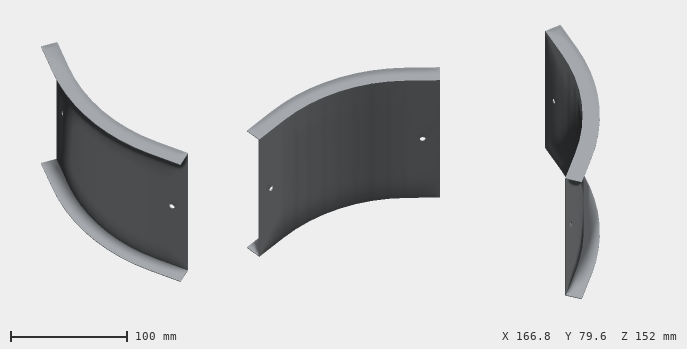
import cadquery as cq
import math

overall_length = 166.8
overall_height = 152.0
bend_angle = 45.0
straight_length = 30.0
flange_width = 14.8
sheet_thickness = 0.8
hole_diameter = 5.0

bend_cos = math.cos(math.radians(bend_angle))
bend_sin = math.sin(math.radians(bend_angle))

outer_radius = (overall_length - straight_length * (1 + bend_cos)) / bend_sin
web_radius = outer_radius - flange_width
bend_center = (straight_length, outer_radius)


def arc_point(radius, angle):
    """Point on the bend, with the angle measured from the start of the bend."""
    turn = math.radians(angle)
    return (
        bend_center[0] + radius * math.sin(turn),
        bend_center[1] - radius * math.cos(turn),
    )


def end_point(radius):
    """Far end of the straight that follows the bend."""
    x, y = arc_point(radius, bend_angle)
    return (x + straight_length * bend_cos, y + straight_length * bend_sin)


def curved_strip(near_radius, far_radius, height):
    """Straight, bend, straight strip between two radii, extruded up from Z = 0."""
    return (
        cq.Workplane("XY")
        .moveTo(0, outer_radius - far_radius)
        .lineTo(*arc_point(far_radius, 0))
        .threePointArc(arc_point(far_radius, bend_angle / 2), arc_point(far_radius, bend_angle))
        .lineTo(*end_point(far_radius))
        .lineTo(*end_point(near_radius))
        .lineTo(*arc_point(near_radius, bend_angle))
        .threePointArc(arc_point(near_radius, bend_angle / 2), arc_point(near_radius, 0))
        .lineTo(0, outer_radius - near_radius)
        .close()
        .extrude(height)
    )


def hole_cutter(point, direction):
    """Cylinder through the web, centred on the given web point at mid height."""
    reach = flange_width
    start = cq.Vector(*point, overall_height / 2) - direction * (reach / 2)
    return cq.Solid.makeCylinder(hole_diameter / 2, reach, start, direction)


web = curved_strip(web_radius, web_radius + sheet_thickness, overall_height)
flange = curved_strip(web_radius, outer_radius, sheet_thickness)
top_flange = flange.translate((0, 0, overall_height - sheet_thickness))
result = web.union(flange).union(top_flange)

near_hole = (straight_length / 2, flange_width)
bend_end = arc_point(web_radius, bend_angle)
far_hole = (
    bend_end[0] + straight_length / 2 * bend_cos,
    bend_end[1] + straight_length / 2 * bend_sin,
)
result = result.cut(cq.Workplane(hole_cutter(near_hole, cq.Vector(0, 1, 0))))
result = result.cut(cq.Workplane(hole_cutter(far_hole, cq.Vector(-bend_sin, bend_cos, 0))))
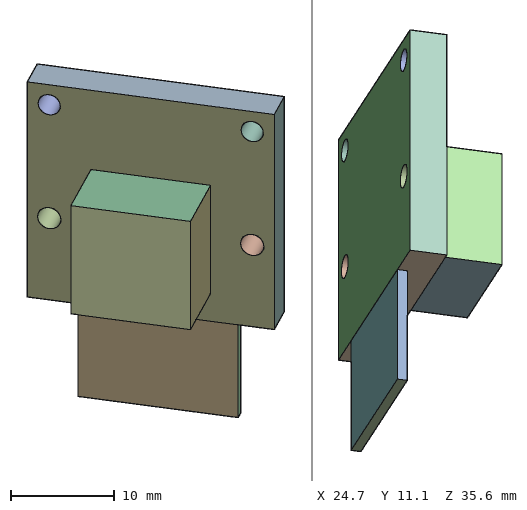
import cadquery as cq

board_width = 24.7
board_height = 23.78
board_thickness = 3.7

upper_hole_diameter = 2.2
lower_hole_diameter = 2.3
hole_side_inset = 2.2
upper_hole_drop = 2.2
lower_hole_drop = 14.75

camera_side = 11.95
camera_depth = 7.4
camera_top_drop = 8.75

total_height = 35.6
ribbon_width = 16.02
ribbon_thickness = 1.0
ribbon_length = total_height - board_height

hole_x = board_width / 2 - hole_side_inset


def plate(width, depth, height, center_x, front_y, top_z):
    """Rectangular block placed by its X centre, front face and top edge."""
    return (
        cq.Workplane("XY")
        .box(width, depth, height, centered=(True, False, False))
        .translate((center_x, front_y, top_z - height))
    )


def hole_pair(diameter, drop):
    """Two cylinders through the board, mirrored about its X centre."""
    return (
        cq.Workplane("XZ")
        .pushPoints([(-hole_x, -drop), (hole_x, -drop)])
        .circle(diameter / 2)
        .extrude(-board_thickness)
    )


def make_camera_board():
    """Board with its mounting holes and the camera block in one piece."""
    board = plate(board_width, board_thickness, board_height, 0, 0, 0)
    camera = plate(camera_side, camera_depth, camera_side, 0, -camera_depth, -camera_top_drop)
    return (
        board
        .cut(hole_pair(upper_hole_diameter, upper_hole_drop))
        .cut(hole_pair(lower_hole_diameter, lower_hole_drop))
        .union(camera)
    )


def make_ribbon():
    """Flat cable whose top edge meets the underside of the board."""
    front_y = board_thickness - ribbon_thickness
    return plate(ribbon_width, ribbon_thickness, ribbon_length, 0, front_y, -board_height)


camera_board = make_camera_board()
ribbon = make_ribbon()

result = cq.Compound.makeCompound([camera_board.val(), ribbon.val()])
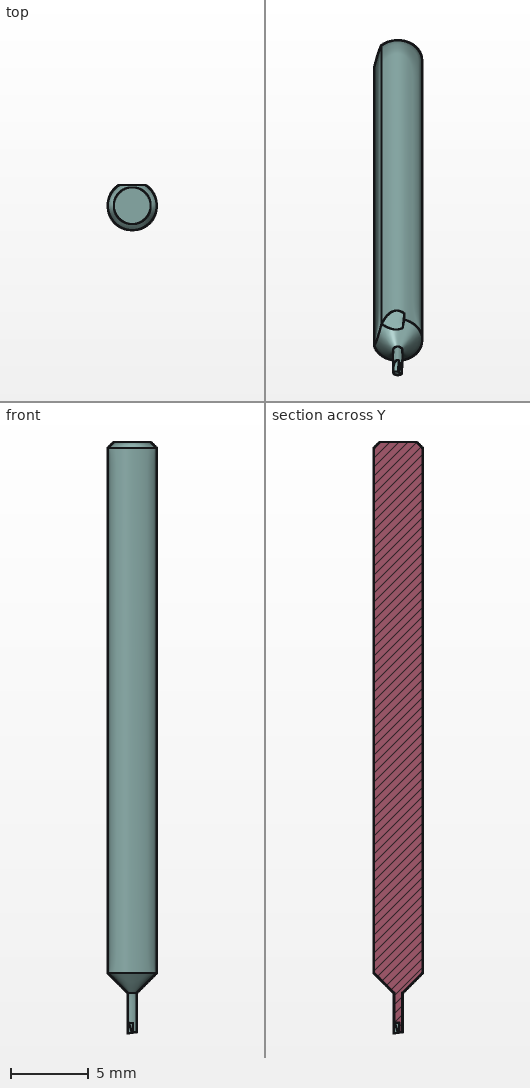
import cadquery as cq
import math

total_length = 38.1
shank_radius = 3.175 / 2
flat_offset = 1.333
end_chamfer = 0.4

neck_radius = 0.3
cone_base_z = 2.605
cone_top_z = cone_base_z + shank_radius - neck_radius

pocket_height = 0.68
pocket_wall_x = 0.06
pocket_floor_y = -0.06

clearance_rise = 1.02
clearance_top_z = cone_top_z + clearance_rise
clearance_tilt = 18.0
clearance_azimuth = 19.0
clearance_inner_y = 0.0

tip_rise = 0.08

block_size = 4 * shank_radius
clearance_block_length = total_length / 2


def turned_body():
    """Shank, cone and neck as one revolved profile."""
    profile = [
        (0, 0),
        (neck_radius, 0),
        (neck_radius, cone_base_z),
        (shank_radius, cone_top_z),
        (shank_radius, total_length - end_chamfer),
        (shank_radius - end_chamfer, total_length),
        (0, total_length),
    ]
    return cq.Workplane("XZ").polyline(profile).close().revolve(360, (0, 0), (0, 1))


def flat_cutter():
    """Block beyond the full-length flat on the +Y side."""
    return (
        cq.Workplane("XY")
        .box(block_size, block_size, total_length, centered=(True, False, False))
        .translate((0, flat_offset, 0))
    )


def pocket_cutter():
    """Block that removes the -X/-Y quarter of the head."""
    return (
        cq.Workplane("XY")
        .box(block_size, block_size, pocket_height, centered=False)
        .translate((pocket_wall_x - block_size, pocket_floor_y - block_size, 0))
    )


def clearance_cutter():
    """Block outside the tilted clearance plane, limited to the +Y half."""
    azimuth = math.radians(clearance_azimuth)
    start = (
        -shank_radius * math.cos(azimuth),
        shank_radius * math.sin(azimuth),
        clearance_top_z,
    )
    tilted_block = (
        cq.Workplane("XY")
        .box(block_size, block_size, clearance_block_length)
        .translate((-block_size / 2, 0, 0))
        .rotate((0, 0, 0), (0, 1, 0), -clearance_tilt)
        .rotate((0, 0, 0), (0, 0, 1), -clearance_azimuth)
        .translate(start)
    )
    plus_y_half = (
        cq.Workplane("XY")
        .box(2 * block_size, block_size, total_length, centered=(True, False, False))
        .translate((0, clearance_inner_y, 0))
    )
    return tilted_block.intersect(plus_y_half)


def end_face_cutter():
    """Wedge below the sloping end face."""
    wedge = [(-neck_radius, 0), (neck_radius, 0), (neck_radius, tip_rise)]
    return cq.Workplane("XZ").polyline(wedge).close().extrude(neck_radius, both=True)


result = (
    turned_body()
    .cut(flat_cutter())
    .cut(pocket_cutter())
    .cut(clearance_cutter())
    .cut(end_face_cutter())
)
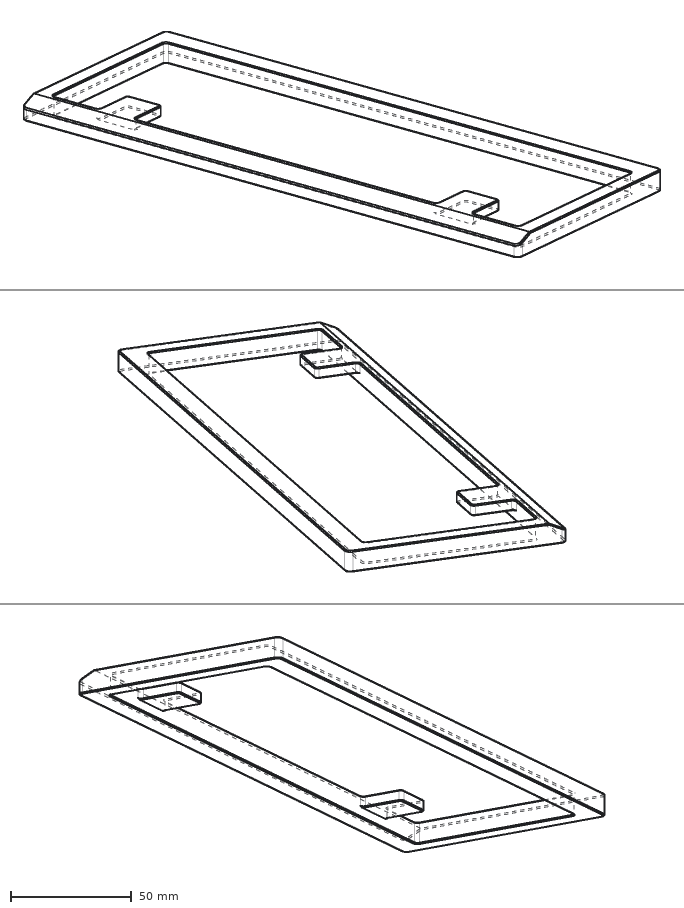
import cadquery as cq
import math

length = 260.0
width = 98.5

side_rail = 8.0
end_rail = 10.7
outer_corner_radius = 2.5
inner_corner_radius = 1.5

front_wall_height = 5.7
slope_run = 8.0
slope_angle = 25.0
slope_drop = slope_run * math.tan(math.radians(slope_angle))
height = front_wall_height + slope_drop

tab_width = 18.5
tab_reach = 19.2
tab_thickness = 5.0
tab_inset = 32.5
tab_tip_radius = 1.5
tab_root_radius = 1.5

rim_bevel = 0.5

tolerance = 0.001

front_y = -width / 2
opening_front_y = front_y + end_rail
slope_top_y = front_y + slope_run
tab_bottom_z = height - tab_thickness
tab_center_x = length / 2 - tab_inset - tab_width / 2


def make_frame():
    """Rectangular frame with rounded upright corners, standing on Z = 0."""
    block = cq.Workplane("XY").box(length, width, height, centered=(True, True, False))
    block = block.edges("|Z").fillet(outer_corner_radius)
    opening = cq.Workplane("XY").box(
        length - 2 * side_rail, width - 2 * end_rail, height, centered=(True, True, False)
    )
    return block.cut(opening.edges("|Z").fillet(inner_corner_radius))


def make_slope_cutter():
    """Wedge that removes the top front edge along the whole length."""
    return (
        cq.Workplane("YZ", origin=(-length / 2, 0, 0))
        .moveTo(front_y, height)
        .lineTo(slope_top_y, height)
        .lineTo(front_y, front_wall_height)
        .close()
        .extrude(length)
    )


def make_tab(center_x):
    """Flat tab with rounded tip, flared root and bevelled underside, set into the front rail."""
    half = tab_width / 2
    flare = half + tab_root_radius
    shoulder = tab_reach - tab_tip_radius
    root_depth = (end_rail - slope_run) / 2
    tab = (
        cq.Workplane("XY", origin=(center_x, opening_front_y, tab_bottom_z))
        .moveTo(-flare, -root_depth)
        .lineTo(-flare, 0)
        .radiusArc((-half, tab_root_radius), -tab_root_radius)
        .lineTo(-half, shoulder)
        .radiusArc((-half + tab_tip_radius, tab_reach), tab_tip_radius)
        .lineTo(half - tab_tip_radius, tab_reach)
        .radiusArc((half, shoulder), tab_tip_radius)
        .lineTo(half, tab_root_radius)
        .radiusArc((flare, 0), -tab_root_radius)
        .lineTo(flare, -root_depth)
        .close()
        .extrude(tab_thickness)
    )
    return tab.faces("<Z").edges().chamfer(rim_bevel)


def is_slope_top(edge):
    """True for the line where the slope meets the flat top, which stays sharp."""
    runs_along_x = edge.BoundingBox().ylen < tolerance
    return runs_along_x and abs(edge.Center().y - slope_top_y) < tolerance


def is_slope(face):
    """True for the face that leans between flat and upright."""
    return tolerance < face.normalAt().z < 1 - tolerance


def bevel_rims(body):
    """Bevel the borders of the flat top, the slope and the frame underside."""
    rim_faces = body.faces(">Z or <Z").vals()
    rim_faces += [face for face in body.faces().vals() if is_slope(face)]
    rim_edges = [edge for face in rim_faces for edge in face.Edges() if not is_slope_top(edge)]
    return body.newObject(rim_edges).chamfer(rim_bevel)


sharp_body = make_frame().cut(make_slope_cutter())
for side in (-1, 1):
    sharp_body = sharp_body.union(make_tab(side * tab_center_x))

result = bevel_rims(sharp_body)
..............................
(WHAT THE TASK REQUIRES) What you should return is the exact text of every line from the top of the entries through the line with "bend_center[0] + radius", pictures removed.

(FINAL ANSWER)
import cadquery as cq
import math

overall_length = 166.8
overall_height = 152.0
bend_angle = 45.0
straight_length = 30.0
flange_width = 14.8
sheet_thickness = 0.8
hole_diameter = 5.0

bend_cos = math.cos(math.radians(bend_angle))
bend_sin = math.sin(math.radians(bend_angle))

outer_radius = (overall_length - straight_length * (1 + bend_cos)) / bend_sin
web_radius = outer_radius - flange_width
bend_center = (straight_length, outer_radius)


def arc_point(radius, angle):
    """Point on the bend, with the angle measured from the start of the bend."""
    turn = math.radians(angle)
    return (
        bend_center[0] + radius * math.sin(turn),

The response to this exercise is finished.